# Neighbor's cat coming in the cat door



## Greenport ferals (Oct 30, 2010)

Over the last month or so, my neighbor's cat Theo decided he'd rather live with me. He has gradually/tentatively explored my place via the cat door. 

My four male cats like him. They are used to socializing with him outdoors since he was a kitten and have accepted that he now comes in occasionally. 

I mentioned to my neighbor that his cat slept in a corner of my living room the other night when it was 25 degrees. He said, "I wish he would come in, but he hates the dog." 

My neighbor got a puppy July 1. Theo has never been back inside since. 

He does feed leave food for the cat -twice a day outside - but has no other contact with him. 

The situation is OK for now. I don't feed him but I did make a bed for him in a corner and he is there every night. He enjoys being talked to and petted.

Kind of strange, though, don't you think?


----------



## Meker (Nov 8, 2010)

I think it's kind of funny, and your sweet to allow him to come in as he pleases. At least the neighbor didn't shut him in the house and make him try to get along with the dog on different terms. 
I just hope your neighbor keeps on setting out food for him, other wise I'd start to worry.


----------



## marie73 (Jul 12, 2006)

> My four male cats like him.


I do believe you have five male cats now. :grin:

Your neighbor is heartless.


----------



## Claiken (Dec 18, 2007)

well, sounds to me like this kitty went out and found himself a new home  (well, somewhere down the road... doesnt it?? lol)


----------



## Greenport ferals (Oct 30, 2010)

marie73 said:


> I do believe you have five male cats now. :grin:


Ha ha. It does look like that, but financially I can't take on any more cats. It costs nothing to give him shelter, though. 

My neighbor took such good care of Theo until he got the dog. But Theo actually is better off than the pup, which spends 8-11 hours a day home alone in a cage. 

People with no time for pets shouldn't own them.


----------



## crazycatlady88 (Sep 25, 2010)

Greenport ferals said:


> People with no time for pets shouldn't own them.


I know how you feel. My mother in law is like that only with money. She has two dogs and three cats and moochs money off of people to feed them. I went in once and she hadnt had money for litter, the whole place smelled like urine.


----------



## dweamgoil (Feb 3, 2010)

*Maybe...*

you guys can reach an agreement where the neighbor gives you the food or something along those lines. But, at some point, this may become a problem if the food is not always there.

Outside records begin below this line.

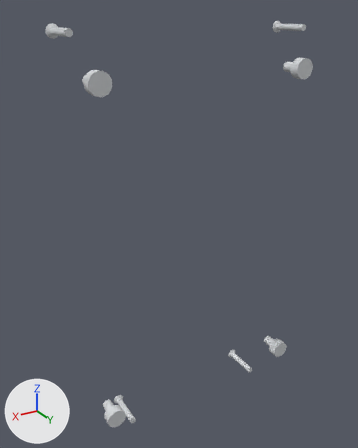
A saved change to the glTF model assets/enclosure/pcb-cover-fasteners.glb.
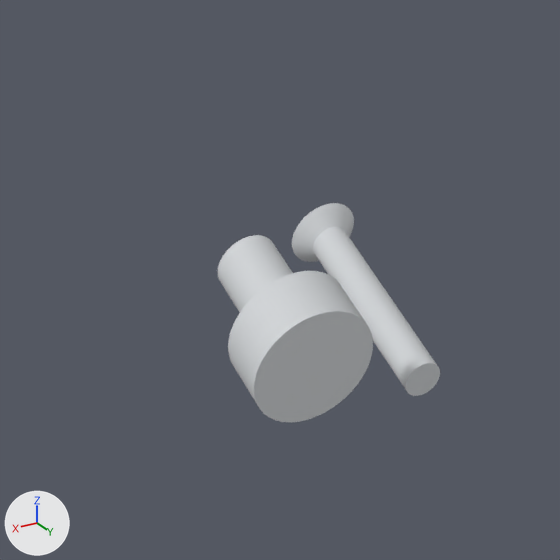
The first picture shows the older version from a 50 mm camera at (65.2, 96.6, 57.9) aimed at (2.6, -7.6, 5.8). The close-ups show the older and then the newer version on the part from 20% to 43% of the width and 81% to 100% of the height of that picture. Only the edits that show in the close-ups are written down. Lighting does not change. The marker at lower left points along +X, +Y and +Z.

The first close-up shows 'PCB-MOUNT_BR', 'cover-screw-1.6-2.001'.
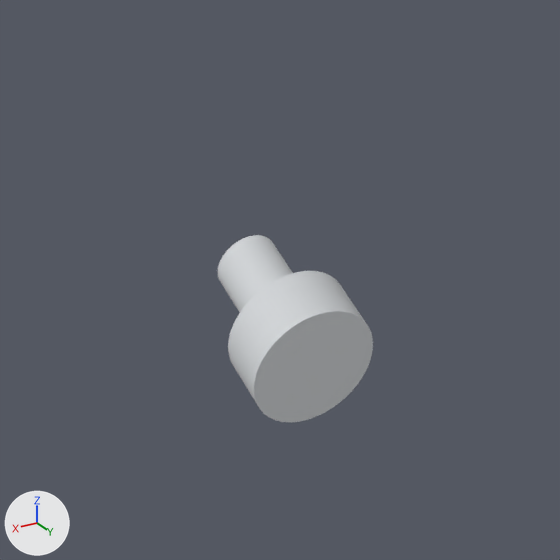
Where the change shows, as pixel boxes [x1, y1, x2, y2] in the close-ups (560 x 560 px):
```json
{"object": "cover-screw-1.6-2.001", "change": "deleted", "before": [292, 203, 440, 396]}
```

Scene script edits in JSON lines:
```json
{"op": "remove", "block": "ob_cover_screw_1_6_2_001", "code": ["ob_cover_screw_1_6_2_001 = bpy.data.objects.new('cover-screw-1.6-2.001', me_cone_007)", "ob_cover_screw_1_6_2_001.location = (21.0, -11.85, -48.9)"]}
```

I wish you luck. Yes, you are sweet for accepting the cat as an honorary family member, but it's best to get some form of concensus of what is to happen down the line upfront so there won't be any hurt feelings or misundertandings later on...just my two cents 

If you can't afford to take on another cat, this will impact kitties future if the neighbor decides to stop feeding it or becomes comfortable with the fact that you are now taking care of the cat and by actions it is now your cat or something along those lines.


----------



## Greenport ferals (Oct 30, 2010)

dweamgoil said:


> you guys can reach an agreement where the neighbor gives you the food or something along those lines. But, at some point, this may become a problem if the food is not always there.
> 
> I wish you luck. Yes, you are sweet for accepting the cat as an honorary family member, but it's best to get some form of concensus of what is to happen down the line upfront so there won't be any hurt feelings or misundertandings later on...just my two cents
> 
> If you can't afford to take on another cat, this will impact kitties future if the neighbor decides to stop feeding it or becomes comfortable with the fact that you are now taking care of the cat and by actions it is now your cat or something along those lines.


Very good points. No good deed goes unpunished, as they say. 

Ideally, I want my neighbor to take responsibility for Theo, help socialize him with the dog and get him comfortable living and sleeping in his own house again. 
This winter will be telling, as it's too cold in upstate NY for my neighbor to expect his cat to stay out. Since the dog is in a cage all day, why not let Theo in? 
I think I will tactfully ask my neighbor something along those lines. 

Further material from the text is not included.